Very nice, the look-up method hadn't crossed my mind.

If we can be sure that all characters will be valid ASCII characters
then we can do the following:

#include <string.h> /* strchr */
#include <stdio.h> /* puts */

typedef char OctetStorage;

void MakeASCII(OctetStorage *pos,char const *pc)
{
static char const ascii[] =
" !\"#$%&'()*+,-./0123456789:;<=>?@"
"ABCDEFGHIJKLMNOPQRSTUVWXYZ"
"[\\]^_`"
"abcdefghijklmnopqrstuvwxyz"
"{|}~";


for ( ; *pc; ++pos, ++pc)
*pos = strchr(ascii,*pc) - ascii + ' ';

*pos = 0;
}

int main(void)
{
char hello[] = "hello";

MakeASCII(hello,hello);

puts(hello);

return 0;
}

I wasn't sure whether I was able to replace:

for ( ; *pc; ++pos, ++pc)
*pos = strchr(ascii,*pc) - ascii + ' ';

with:

while (*pc) *pos++ = strchr(ascii,*pc++) - ascii + ' ';

I thought there might be a sequence point violation if pos and pc
point to the same thing.. ?
 
Reply With Quote
 
Tomás Ó hÉilidhe
Guest
Posts: n/a
 
      03-28-2008
On Mar 28, 1:09*pm, Tomás Ó hÉilidhe <(E-Mail Removed)> wrote:

> * * * **pos = strchr(ascii,*pc) - ascii + ' ';



That space should of course be the ASCII value for space:

*pos = strchr(ascii,*pc) - ascii + 0x20;
 
Reply With Quote
 
Richard Heathfield
Guest
Posts: n/a
 
      03-28-2008
Tomás Ó hÉilidhe said:

<snip>
>
> int main(void)
> {
> char hello[] = "hello";
>
> MakeASCII(hello,hello);

<snip>
> I wasn't sure whether I was able to replace:
>
> for ( ; *pc; ++pos, ++pc)
> *pos = strchr(ascii,*pc) - ascii + ' ';


Don't add ' ' if you really want to add 32 and may be running on a
non-ASCII system! Add 32 instead (or ASCII_BASE, #defined to 32, or
something like that). Also, be absolutely sure that there is no
possibility of strchr(ascii, *pc) returning NULL!

>
> with:
>
> while (*pc) *pos++ = strchr(ascii,*pc++) - ascii + ' ';
>
> I thought there might be a sequence point violation if pos and pc
> point to the same thing.. ?


It's a valid point. If there is a risk of that, then make sure that the
increments occur separately:

while (*pc)
{
*pos = strchr(ascii,*pc) - ascii + ASCII_BASE;
++pos;
++pc;
}

--
Richard Heathfield <http://www.cpax.org.uk>
Email: -http://www. +rjh@
Google users: <http://www.cpax.org.uk/prg/writings/googly.php>
"Usenet is a strange place" - dmr 29 July 1999
 
Reply With Quote
 
Willem
Guest
Posts: n/a
 
      03-28-2008
Richard Heathfield wrote:
) Tomás Ó hÉilidhe said:
)> with:
)>
)> while (*pc) *pos++ = strchr(ascii,*pc++) - ascii + ' ';
)>
)> I thought there might be a sequence point violation if pos and pc
)> point to the same thing.. ?
)
) It's a valid point. If there is a risk of that, then make sure that the
) increments occur separately:

I disagree. While pos and pc may point to the same thing, it's not
the thing that is pointed to that gets incremented.


SaSW, Willem
--
Disclaimer: I am in no way responsible for any of the statements
made in the above text. For all I know I might be
drugged or something..
No I'm not paranoid.
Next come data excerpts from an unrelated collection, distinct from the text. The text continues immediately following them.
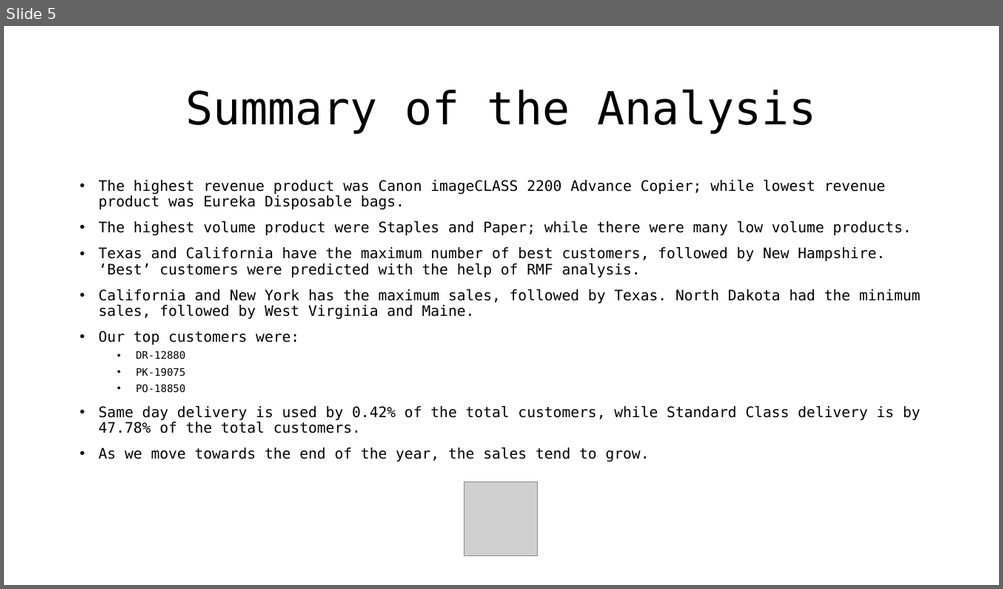
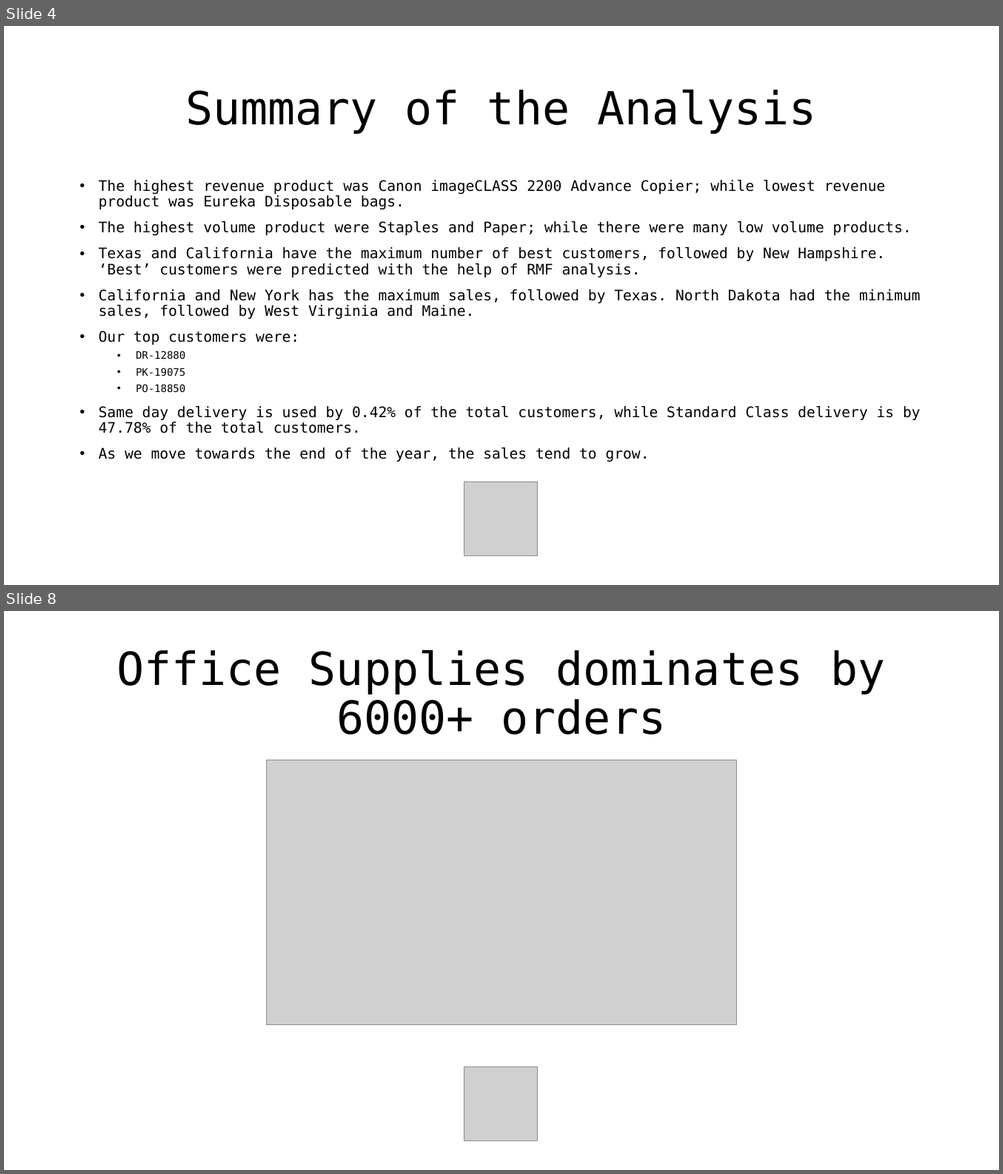
Before and after one commit to duy4nt/Data-Analysis, a slide deck: SuperstoreSalesAnalysis/Superstore Dataset Analysis.pptx. Shown one above the other, each under a label of ours: slide 5 before the commit, slides 4 and 8 after it; the slides between them are not shown. The pictures are 1003x589 and 1003x1174 pixels, drawn with LibreOffice and Linux fonts; fonts in the diff are those of the drawing; grey boxes stand for pictures. Boxes give left, top, right and bottom in pixels: in the first picture for what was removed or moved away, otherwise in the second. Text is boxed around its words. In the diff, an @@ line names an element or a change of style, - is before the commit and + after.

```diff
--- a/SuperstoreSalesAnalysis/Superstore Dataset Analysis.pptx
+++ b/SuperstoreSalesAnalysis/Superstore Dataset Analysis.pptx
@@ slide 8 added at box(4, 611, 999, 1170), background #FFFFFF @@
@@ title added at box(116, 650, 885, 735), 44 pt, text #000000 @@
+Office Supplies dominates by 6000+ orders
@@ picture added at box(266, 760, 737, 1025) @@
@@ picture added at box(464, 1068, 537, 1141) @@
@@ what was slide 5 is now slide 4 @@
```
Also in this commit, not shown: 4 slides changed, 14 other slides added, 18 slides removed, 2 other files.

You all think I'm paranoid, don't you !
#EOT
 
Reply With Quote
 
Philip Potter
Guest
Posts: n/a
 
      03-28-2008
Richard Heathfield wrote:
> Tomás Ó hÉilidhe said:
>> with:
>>
>> while (*pc) *pos++ = strchr(ascii,*pc++) - ascii + ' ';
>>
>> I thought there might be a sequence point violation if pos and pc
>> point to the same thing.. ?

>
> It's a valid point. If there is a risk of that, then make sure that the
> increments occur separately:
>
> while (*pc)
> {
> *pos = strchr(ascii,*pc) - ascii + ASCII_BASE;
> ++pos;
> ++pc;
> }


I disagree that there is a risk of UB. If we give the object which pos
and pc both point to a name "obj", then the statement in question has
three effects:
obj = strchr(ascii,obj) - ascii + ' ';
pos++;
pc++;
I don't see any problem in all these effects occuring in the same
expression. No object is written to and read from in the same expression
except obj, and it is only read to determine the new value of obj, which
is allowed.

The apparent similarity of the original statement

*pos++ = strchr(ascii,*pc++) - ascii + ' ';

to statements such as

a[i] = i++;

is purely coincidental, because in the latter, the postincrement applies
to an object which is referenced elsewhere in the same expression,
whereas in the former, it is not. The pointer is incremented, not the
pointee.

In fact it is much more similar to

*to++ = *from++;

which is valid even if from == to.
 
Reply With Quote
 
Richard Heathfield
Guest
Posts: n/a
 
      03-28-2008
Willem said:

> Richard Heathfield wrote:
> ) Tomás Ó hÉilidhe said:
> )> with:
> )>
> )> while (*pc) *pos++ = strchr(ascii,*pc++) - ascii + ' ';
> )>
> )> I thought there might be a sequence point violation if pos and pc
> )> point to the same thing.. ?
> )
> ) It's a valid point. If there is a risk of that, then make sure that the
> ) increments occur separately:
>
> I disagree. While pos and pc may point to the same thing, it's not
> the thing that is pointed to that gets incremented.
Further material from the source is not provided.